[DATA TO USE]
=====

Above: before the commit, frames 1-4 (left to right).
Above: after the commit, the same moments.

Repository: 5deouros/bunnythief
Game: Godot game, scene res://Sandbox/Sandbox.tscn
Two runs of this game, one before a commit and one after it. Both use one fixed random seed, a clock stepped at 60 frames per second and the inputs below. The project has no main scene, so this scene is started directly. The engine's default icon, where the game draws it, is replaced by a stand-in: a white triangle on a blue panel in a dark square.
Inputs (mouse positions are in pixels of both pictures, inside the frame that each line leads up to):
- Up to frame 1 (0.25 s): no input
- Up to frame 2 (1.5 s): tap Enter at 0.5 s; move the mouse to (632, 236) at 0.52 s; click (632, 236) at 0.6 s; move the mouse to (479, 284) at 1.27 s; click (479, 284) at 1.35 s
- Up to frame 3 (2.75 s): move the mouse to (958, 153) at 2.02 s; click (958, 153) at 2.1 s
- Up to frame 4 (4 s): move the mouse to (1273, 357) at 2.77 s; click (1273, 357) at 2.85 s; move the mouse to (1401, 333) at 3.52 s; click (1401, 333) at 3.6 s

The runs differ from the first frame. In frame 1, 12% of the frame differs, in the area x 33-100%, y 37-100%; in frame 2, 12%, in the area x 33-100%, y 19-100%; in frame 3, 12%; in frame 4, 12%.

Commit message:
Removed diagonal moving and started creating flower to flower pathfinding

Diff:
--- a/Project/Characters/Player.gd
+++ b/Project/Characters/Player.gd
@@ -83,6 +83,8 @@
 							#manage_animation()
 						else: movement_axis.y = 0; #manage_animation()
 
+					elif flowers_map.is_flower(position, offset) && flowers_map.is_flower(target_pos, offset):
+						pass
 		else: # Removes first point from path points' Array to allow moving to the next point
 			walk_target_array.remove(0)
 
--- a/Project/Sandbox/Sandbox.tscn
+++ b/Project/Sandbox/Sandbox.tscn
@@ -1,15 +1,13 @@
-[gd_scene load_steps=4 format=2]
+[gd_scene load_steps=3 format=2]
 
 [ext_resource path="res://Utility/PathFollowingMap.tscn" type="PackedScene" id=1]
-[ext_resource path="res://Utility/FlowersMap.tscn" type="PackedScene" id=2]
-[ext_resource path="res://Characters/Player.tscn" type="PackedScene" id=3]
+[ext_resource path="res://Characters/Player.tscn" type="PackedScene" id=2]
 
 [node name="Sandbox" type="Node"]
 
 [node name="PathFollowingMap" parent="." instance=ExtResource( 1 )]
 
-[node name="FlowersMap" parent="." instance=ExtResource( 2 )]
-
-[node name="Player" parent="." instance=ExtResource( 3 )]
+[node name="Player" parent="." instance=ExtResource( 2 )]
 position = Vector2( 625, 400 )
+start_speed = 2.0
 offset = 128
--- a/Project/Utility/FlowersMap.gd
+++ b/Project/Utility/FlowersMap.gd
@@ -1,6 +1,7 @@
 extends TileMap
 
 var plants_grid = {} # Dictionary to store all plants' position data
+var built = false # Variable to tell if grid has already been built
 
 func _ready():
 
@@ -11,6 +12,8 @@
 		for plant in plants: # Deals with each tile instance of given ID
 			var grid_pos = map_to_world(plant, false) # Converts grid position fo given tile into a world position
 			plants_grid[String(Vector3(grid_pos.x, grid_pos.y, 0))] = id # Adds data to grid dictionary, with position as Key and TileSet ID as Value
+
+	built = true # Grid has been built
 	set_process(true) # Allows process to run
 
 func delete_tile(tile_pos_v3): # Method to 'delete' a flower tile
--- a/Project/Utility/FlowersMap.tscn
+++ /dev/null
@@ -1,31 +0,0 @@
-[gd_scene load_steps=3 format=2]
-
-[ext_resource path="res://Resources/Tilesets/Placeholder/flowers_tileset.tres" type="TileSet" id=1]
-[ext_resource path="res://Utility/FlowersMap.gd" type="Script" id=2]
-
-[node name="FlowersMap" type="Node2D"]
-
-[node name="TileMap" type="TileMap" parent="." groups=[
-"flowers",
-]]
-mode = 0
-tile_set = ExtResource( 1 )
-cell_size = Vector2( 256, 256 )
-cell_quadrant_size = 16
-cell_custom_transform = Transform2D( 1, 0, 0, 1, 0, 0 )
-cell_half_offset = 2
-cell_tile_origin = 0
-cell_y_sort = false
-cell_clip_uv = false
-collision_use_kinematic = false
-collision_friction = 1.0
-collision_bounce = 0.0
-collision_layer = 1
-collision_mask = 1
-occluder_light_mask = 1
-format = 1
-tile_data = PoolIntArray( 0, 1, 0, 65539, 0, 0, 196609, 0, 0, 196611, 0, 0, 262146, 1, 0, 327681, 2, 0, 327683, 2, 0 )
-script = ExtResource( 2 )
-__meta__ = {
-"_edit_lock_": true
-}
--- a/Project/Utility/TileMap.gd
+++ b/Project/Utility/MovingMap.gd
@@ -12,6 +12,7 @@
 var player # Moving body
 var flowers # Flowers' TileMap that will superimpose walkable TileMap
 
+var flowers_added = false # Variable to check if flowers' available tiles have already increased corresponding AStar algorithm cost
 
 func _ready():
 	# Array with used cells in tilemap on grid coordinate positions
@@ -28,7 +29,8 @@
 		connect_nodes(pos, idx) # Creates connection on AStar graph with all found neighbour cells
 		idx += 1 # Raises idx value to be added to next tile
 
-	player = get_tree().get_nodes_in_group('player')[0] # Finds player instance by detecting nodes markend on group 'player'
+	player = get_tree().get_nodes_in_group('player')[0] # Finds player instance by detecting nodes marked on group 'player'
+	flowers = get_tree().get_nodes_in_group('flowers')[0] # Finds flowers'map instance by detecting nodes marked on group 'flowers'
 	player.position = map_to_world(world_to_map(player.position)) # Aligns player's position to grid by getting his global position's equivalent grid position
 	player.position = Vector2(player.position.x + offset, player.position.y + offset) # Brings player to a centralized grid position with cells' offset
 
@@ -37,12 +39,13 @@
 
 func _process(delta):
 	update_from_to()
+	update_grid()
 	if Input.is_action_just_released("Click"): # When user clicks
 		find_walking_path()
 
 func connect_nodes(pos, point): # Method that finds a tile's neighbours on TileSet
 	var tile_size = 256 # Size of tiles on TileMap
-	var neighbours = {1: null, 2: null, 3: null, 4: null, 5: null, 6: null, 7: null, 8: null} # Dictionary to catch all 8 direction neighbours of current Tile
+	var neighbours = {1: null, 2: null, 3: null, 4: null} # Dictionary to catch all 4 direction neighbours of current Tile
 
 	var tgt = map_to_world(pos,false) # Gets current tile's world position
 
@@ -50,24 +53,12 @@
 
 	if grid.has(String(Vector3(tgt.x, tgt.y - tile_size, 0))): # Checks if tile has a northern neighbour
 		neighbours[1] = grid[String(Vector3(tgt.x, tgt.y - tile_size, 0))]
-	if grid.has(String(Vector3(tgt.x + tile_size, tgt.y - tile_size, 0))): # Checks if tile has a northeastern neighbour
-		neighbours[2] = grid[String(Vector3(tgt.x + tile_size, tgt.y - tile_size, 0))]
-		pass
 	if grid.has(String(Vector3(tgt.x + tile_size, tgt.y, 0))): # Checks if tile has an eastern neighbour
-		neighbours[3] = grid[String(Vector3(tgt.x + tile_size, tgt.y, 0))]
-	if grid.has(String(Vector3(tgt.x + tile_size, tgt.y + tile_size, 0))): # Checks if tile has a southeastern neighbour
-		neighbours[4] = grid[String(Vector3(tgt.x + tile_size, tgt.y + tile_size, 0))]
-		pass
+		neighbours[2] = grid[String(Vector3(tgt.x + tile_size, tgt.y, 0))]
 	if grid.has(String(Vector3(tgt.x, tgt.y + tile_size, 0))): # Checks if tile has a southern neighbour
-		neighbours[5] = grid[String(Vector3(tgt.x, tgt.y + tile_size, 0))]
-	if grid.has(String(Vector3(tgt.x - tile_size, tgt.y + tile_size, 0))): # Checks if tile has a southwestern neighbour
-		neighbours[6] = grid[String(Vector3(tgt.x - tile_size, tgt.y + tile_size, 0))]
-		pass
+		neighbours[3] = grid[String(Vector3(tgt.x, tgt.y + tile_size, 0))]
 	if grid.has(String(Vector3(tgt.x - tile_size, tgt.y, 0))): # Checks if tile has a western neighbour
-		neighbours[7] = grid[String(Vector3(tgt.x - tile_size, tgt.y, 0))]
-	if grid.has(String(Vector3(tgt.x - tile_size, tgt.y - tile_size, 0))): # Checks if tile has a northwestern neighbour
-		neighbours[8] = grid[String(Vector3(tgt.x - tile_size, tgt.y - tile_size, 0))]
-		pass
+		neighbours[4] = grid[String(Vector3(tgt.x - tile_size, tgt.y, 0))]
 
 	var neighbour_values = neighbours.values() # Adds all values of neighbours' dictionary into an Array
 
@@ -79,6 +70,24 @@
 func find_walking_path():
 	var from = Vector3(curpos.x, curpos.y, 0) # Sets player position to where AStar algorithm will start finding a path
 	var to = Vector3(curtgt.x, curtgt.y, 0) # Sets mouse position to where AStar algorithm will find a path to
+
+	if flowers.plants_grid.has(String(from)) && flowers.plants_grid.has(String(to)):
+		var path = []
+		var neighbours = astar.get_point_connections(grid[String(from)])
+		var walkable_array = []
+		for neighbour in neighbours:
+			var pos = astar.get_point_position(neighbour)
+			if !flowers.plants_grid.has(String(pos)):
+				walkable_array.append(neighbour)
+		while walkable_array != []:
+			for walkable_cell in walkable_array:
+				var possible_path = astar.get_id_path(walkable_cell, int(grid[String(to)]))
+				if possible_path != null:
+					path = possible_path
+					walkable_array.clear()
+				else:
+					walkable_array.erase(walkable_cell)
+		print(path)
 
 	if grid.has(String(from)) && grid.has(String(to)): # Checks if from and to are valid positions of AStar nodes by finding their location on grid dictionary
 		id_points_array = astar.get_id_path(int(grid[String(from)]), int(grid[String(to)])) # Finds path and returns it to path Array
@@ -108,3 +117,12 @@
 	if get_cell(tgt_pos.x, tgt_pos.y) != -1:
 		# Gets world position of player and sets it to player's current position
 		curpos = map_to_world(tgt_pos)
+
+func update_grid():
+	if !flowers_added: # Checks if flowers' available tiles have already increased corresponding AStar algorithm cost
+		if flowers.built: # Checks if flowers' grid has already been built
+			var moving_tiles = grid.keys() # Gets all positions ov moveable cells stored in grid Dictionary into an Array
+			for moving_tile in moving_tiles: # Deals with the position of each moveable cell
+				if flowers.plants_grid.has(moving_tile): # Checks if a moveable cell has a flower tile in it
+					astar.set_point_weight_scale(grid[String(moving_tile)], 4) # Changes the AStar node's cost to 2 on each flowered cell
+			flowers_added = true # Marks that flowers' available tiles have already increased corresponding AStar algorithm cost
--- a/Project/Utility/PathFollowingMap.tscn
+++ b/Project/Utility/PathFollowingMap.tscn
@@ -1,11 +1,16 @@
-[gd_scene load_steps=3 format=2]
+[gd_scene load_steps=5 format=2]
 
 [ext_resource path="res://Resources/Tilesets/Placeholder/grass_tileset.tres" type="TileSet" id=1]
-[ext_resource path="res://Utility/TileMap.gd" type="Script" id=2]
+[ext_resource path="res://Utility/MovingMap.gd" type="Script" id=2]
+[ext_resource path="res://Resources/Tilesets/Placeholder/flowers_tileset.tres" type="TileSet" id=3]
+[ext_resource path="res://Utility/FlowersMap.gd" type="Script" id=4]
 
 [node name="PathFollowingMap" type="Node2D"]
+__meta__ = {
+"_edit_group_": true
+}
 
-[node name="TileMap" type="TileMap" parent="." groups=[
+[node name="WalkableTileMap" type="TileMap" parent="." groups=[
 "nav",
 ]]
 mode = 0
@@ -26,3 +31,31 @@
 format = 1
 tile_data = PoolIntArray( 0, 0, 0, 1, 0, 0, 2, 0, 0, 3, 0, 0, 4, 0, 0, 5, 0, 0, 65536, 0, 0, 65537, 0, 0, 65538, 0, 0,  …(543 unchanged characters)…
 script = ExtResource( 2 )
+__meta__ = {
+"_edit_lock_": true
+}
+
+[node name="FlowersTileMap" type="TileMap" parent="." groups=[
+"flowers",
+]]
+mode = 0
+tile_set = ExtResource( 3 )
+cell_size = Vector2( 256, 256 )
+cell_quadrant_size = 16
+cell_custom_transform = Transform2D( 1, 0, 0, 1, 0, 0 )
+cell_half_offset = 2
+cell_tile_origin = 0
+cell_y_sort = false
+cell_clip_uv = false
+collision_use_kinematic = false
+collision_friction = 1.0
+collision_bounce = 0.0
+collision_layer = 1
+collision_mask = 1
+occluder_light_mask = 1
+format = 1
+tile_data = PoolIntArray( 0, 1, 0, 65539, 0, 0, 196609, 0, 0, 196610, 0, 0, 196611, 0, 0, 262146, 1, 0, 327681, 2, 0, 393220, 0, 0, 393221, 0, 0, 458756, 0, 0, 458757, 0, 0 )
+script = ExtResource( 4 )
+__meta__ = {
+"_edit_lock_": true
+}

=====

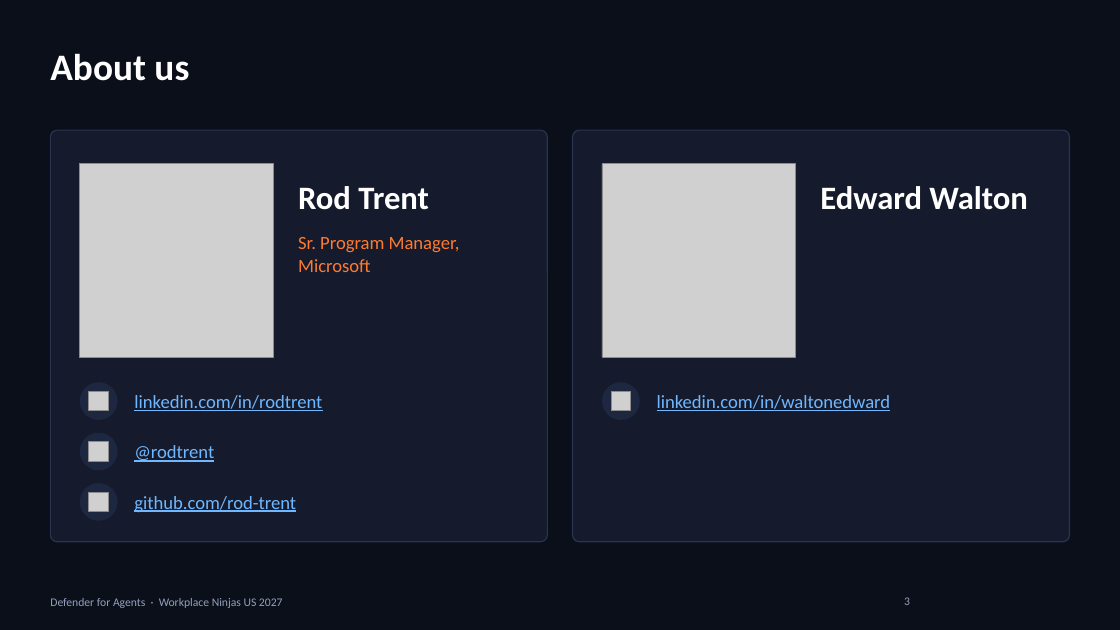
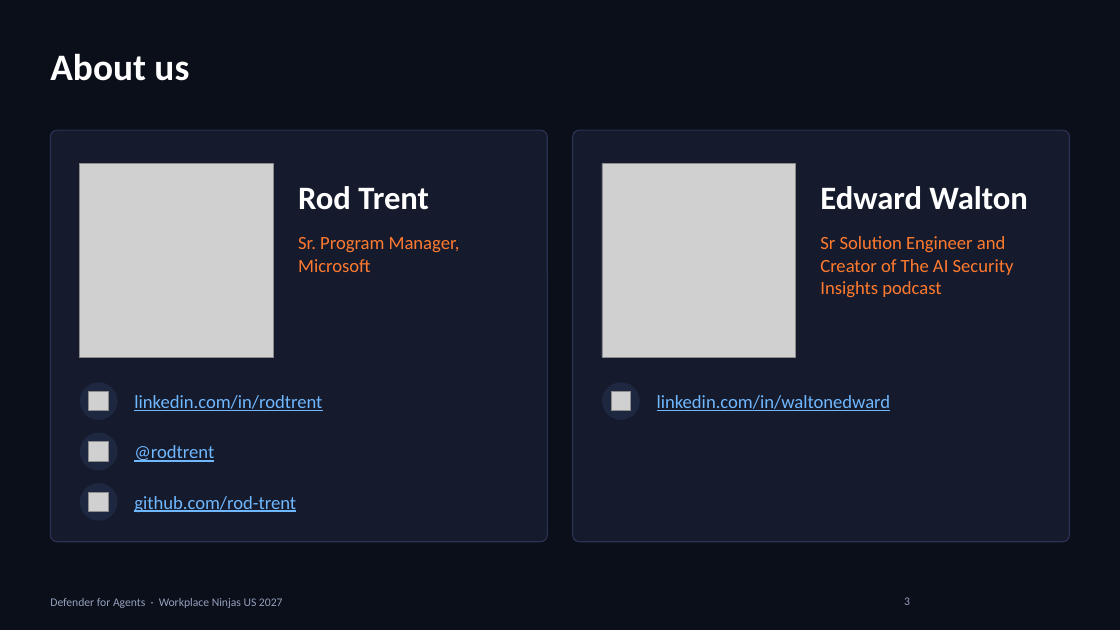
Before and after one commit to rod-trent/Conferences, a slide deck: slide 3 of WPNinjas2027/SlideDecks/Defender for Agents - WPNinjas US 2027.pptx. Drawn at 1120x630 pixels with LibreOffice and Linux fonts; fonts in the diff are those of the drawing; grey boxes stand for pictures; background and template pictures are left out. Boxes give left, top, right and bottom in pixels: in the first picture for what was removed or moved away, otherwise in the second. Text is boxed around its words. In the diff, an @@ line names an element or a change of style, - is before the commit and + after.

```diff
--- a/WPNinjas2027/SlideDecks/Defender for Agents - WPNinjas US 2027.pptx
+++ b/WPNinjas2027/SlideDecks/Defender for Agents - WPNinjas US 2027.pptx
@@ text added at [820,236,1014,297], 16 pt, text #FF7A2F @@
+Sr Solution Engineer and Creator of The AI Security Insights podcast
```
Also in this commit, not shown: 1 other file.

=====

[WHAT NEEDS TO BE DONE] Please copy out every line of the preceding listing that carries "will".

[WRITTEN SOLUTION]
 var flowers # Flowers' TileMap that will superimpose walkable TileMap
 	var from = Vector3(curpos.x, curpos.y, 0) # Sets player position to where AStar algorithm will start finding a path
 	var to = Vector3(curtgt.x, curtgt.y, 0) # Sets mouse position to where AStar algorithm will find a path to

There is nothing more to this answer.